The already narrow roads get further bottlenecked. White plastic cups litter the areas and roll away in the wind. Streets are instantly converted into urinals. Vehicles with inebriated drivers weave into the traffic hazardously. Drunken pedestrians wobble precariously in and out of the traffic. Others choose deep comatose sleep often in the comforts of their own vomit on the roadsides. So much for the act and its rhetoric about being found intoxicated in public places.

For reasons of maximising sales, the wine shops are being strategically located at points of highest traffic and in areas, which are (socio-economically) vulnerable and volatile.

The busy R. A. Puram junction had a distribution point for gas cylinders, which had the awkward habit of bursting. People objected and it was moved out. Instead it has become a wine shop, complete with the statutory warning that politely informs you that you are going to hell. Same difference, and we do not even realise it. Earlier it was an explosive problem, now it is an implosive one!

Wine shops are a compelling business proposition for its key stakeholders. For the licence, applications are invited from respectable citizens for a fee of Rs.500 and a security deposit of Rs.1,00,000 - a pittance compared to the bonanza the shop will rake in. Being a licensed and restricted commodity getting a licence is, believe me, a ``privilege'', and privileges usually cost. The word is (and, of course, we have no proof or evidence whatsoever) that there is necessarily a great deal of underhand dealings with much exchange of favours, which hugely benefit the powers that be.

For the Government, sale of alcohol (like its narcotic cousin tobacco) brings in huge amounts of much needed revenue. So everyone benefits except the drinker and the public at large who between them pay for all the costs and much, much more.

Wine shops continue to thrive. It is not just a lucrative business; we heavily subsidise it! It does not take any responsibility for any of the problems caused. Parking is not provided and the costs of illegal parking are borne by the community.
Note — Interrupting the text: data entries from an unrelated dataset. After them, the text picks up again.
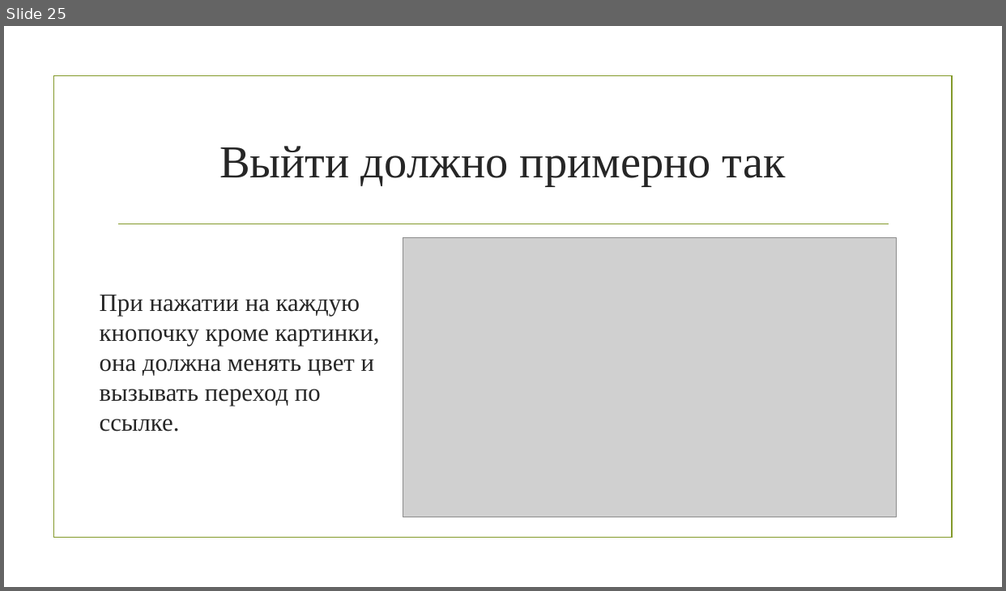
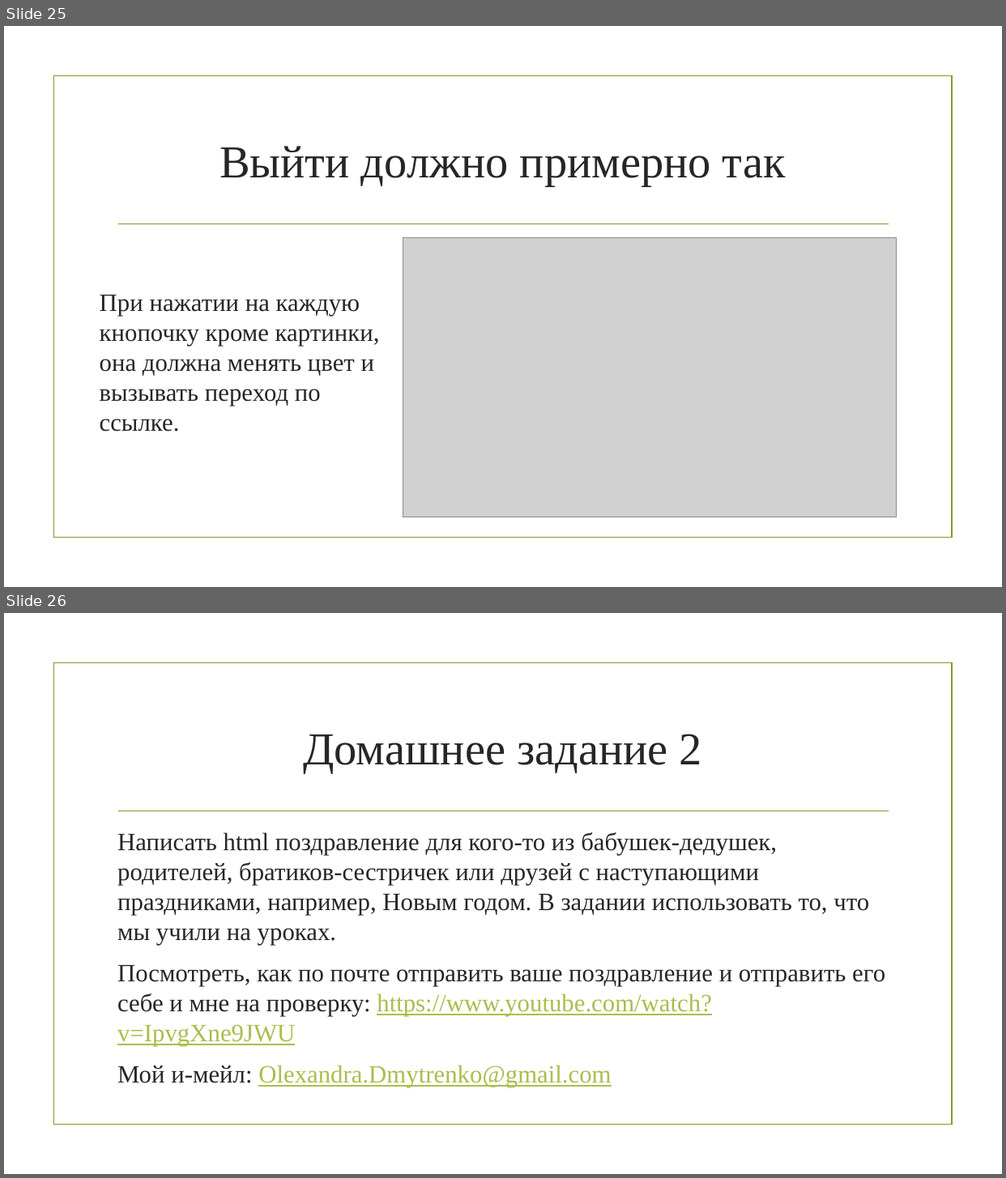
Before and after one commit to olexandra-dmytrenko/HTML_For_Kids, a slide deck: HTML Tables.pptx. Shown one above the other, each under a label of ours: slide 25 before the commit, slides 25 and 26 after it. The pictures are 1006x591 and 1006x1178 pixels, drawn with LibreOffice and Linux fonts; fonts in the diff are those of the drawing; grey boxes stand for pictures; background and template pictures are left out. Boxes give left, top, right and bottom in pixels: in the first picture for what was removed or moved away, otherwise in the second. Text is boxed around its words. In the diff, an @@ line names an element or a change of style, - is before the commit and + after.

Commit message:
Updated presentation.

```diff
--- a/HTML Tables.pptx
+++ b/HTML Tables.pptx
@@ slide 26 added at (4,613,1002,1174), background picture (left out); not listed: 2 template elements that a slide beside it also shows @@
@@ title added at (303,734,702,773), 44 pt, text #262626 @@
+Домашнее задание 2
@@ text added at (117,833,885,1088), 24 pt, text #262626 @@
+Написать html поздравление для кого-то из бабушек-дедушек, родителей, братиков-сестричек или друзей с наступающими праздниками, например, Новым годом. В задании использовать то, что мы учили на уроках.
+Посмотреть, как по почте отправить ваше поздравление и отправить его себе и мне на проверку: https://www.youtube.com/watch?v=IpvgXne9JWU
+Мой и-мейл: Olexandra.Dmytrenko@gmail.com
```
Also in this commit, not shown: 1 slide changed, 1 other slide added, 1 other file.

Toilets are not provided and our locality becomes a urinal. The sellers of alcohol take no responsibility for the alcohol related traffic accidents, injuries and deaths, not to mention other social problems. They internalise the profits and externalise the costs to us. True, people need to make money but at what cost and, more importantly, at whose cost. Why should we continuously allow our businesses, whether they are large industries or small wine shops, to pass on their costs to the community while they dearly hold on to the unearned profits?

The solution to the problem does not lie in banning alcohol or closing down the wine shops or, worse, in taking a moralistic stand against drinking. To address the problem we need to find out why people are drinking, and drinking hard at that, jeopardising their health, others lives, their livelihoods and their homes.

They are obviously not doing it for fun and enjoyment. Wine shops are some of the most un-fun places to be in. Anyone who has hung around in our local wine shops knows that there can be no discourse, sharing, fraternity, or fun (as in some traditional pubs and watering holes) when one is indulging in ``hit and run'' drinking: good old fashioned shooting back of liquor, trying to get as high as fast as possible at the lowest cost! If this is a symptom of a rather serious malaise, then the root causes need to be addressed to resolve the problem. The idea is not to close off the tap (and send it underground!) but to find out why the tap is being opened in the first place.

Maybe as a society we need to be allowed to get comfortable with alcohol so that we can relax with it and not treat it as an indecent indulgence to be done in secret and in the extreme. We need to demand dignified spaces that communities can live with, where people can see a glass of beer or whatever as a cup that actually cheers, promoting discourse, sharing and a sense of enjoyment, while providing reasonable revenue and profits to government and enterprise. We need to make sure that profits are made fairly and not at the cost of society.

Who knows, the public discourse promoted by convivial drinking spaces may even throw up some solutions and come up with other more sane ways for the Government to earn revenue?